(Updated March 2026)
January is the point where a shooting season starts to turn. The diary begins to clear, the pace changes, and attention shifts from the next drive to what needs sorting before the year moves on. For readers reviewing kit, admin and clothing for the months ahead, the main shooting collection is a useful place to start.
It is also a good time to look back properly: the days that went well, the birds that kept you honest, and the people who make a shoot day work. Keepers, pickers-up, dog handlers and hosts put in months of effort behind the scenes, and January is often the right moment to recognise that work.
The season is closing, but the calendar still matters
Before packing the kit away, it helps to check where you are in the year. Different quarries have different closing dates, and travel plans can change at short notice. If you need a quick reference point, keep UK game shooting season dates and close times to hand when reviewing your diary.
Many shooters also try to fit in one final day, partly for the sport and partly for the habit of finishing well. If that last weekend comes off, it often sets the tone for the months ahead.
Book the essentials before everything goes quiet
One of the simplest jobs in January is dealing with the admin early. If your gun is due a service, book it in soon after your final day instead of leaving it until summer, when lead times can stretch. Use a qualified gunsmith, follow the maker’s guidance, and do not leave a gun in storage for months if something already feels wrong.
It is also worth checking certificates, permissions, insurance dates and any club membership renewals. None of it is glamorous, but it avoids the usual last-minute problems when the season returns.
Clean, dry, store: looking after kit properly
Wet hedgerows, muddy gateways and sudden showers all leave their mark.
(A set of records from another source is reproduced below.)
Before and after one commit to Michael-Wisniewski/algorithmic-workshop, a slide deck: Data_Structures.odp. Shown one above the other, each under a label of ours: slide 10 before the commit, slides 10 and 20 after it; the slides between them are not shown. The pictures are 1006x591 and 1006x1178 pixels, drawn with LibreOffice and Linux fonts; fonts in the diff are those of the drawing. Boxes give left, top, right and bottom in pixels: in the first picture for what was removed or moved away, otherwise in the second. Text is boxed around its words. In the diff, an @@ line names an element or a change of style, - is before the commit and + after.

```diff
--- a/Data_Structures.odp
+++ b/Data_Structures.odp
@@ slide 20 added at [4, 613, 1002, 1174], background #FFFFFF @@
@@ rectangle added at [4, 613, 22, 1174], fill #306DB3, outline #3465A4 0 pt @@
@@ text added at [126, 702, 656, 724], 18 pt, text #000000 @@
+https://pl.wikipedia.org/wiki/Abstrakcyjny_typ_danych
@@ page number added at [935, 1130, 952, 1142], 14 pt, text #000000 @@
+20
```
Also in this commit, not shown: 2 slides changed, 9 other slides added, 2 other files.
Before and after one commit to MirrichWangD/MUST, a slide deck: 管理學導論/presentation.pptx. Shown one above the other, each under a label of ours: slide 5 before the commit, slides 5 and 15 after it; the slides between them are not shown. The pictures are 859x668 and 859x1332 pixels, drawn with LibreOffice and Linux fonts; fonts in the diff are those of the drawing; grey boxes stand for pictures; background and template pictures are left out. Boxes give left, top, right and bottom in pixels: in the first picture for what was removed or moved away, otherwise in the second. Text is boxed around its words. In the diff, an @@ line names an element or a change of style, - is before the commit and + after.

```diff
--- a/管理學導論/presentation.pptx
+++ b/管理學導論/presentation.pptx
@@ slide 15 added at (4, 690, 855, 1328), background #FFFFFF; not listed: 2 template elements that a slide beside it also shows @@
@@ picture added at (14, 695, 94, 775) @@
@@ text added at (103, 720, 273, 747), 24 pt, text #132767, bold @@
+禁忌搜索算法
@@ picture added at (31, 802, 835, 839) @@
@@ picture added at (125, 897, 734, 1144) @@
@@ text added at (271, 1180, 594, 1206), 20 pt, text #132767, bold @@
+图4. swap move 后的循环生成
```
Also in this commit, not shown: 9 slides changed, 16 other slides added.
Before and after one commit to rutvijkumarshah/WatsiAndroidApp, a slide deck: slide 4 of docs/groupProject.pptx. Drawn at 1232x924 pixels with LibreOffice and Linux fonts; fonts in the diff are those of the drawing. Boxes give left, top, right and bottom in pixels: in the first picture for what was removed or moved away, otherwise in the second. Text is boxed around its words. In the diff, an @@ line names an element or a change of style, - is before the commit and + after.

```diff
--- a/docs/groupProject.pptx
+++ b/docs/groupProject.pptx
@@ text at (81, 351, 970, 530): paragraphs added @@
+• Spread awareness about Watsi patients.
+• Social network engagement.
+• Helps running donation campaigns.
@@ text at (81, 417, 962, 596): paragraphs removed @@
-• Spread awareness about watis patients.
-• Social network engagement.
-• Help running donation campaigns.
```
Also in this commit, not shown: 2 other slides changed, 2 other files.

January is a sensible time to check what needs repair, what needs replacing and what simply needs cleaning and drying before it goes into storage.
- Hang jackets and breeks so they dry fully before going back into a cupboard.
- Empty pockets and check seams, buttons and zips.
- Inspect straps, buckles and stitching on bags and slips.
- Restock the small items that always seem to disappear before a shoot morning.
If you are topping up the practical pieces that get used every season, the shooting accessories collection and gun slips and cases collection are the most useful places to begin.
Keep your technique ticking over with winter clays
The gap between driven days and the following season can feel long, but it is also useful. A steady clay session helps with timing, footwork, gun mount consistency and reading a target line. If you can, one focused lesson with an instructor often does more than months of repeating the same habits.
Winter clays are also a good way to test layers, gloves and other practical pieces in real conditions. When the wind bites, small comfort issues become obvious very quickly.
Eye comfort and safe visibility in changing light
January light can be flat one minute and bright the next. Clear vision matters, and so does impact protection. If your current set-up fogs, pinches or simply feels tired, it may be time to update your shooting eye protection for both clay sessions and future field days.
Fit matters as much as lens tint. Eyewear should sit securely, work with ear defenders and not distract you when mounting the gun.
What estates are doing now, and why it matters
While shooters reset, estates are usually busy. Winter often means checking cover, repairing access routes, reviewing lawful predator control and planning habitat work for spring and summer. Feed planning, cover crop decisions and conservation jobs all continue in the background.
That year-round effort gives more context to what happens on a shoot day. It also explains why responsible management matters well beyond the days when guns are actually in the field.
Clothing that earns its keep, season after season
January is a sensible time to be honest about comfort. If a jacket restricted movement, if a layer held onto damp, or if your trousers never quite worked over boots, make a note now while the details are still fresh.
When you do refresh field kit, it usually makes sense to look for pieces that work across different days and conditions rather than buying too narrowly. The men’s shooting clothing collection is the strongest starting point if you are reviewing jackets, breeks and mid-layers before next season.
A good finish, and a better start
Before the season fades out completely, there is often one final weekend still calling you back out. If you do go, enjoy it for what it is: the dogs working, the line settling, and the small routines that make a day in the field feel right.
Then, once the car is unpacked and the boots are drying by the door, January can do what it does best. It gives you a calm stretch to sort the practical jobs, learn from the season just gone and head into the year better prepared.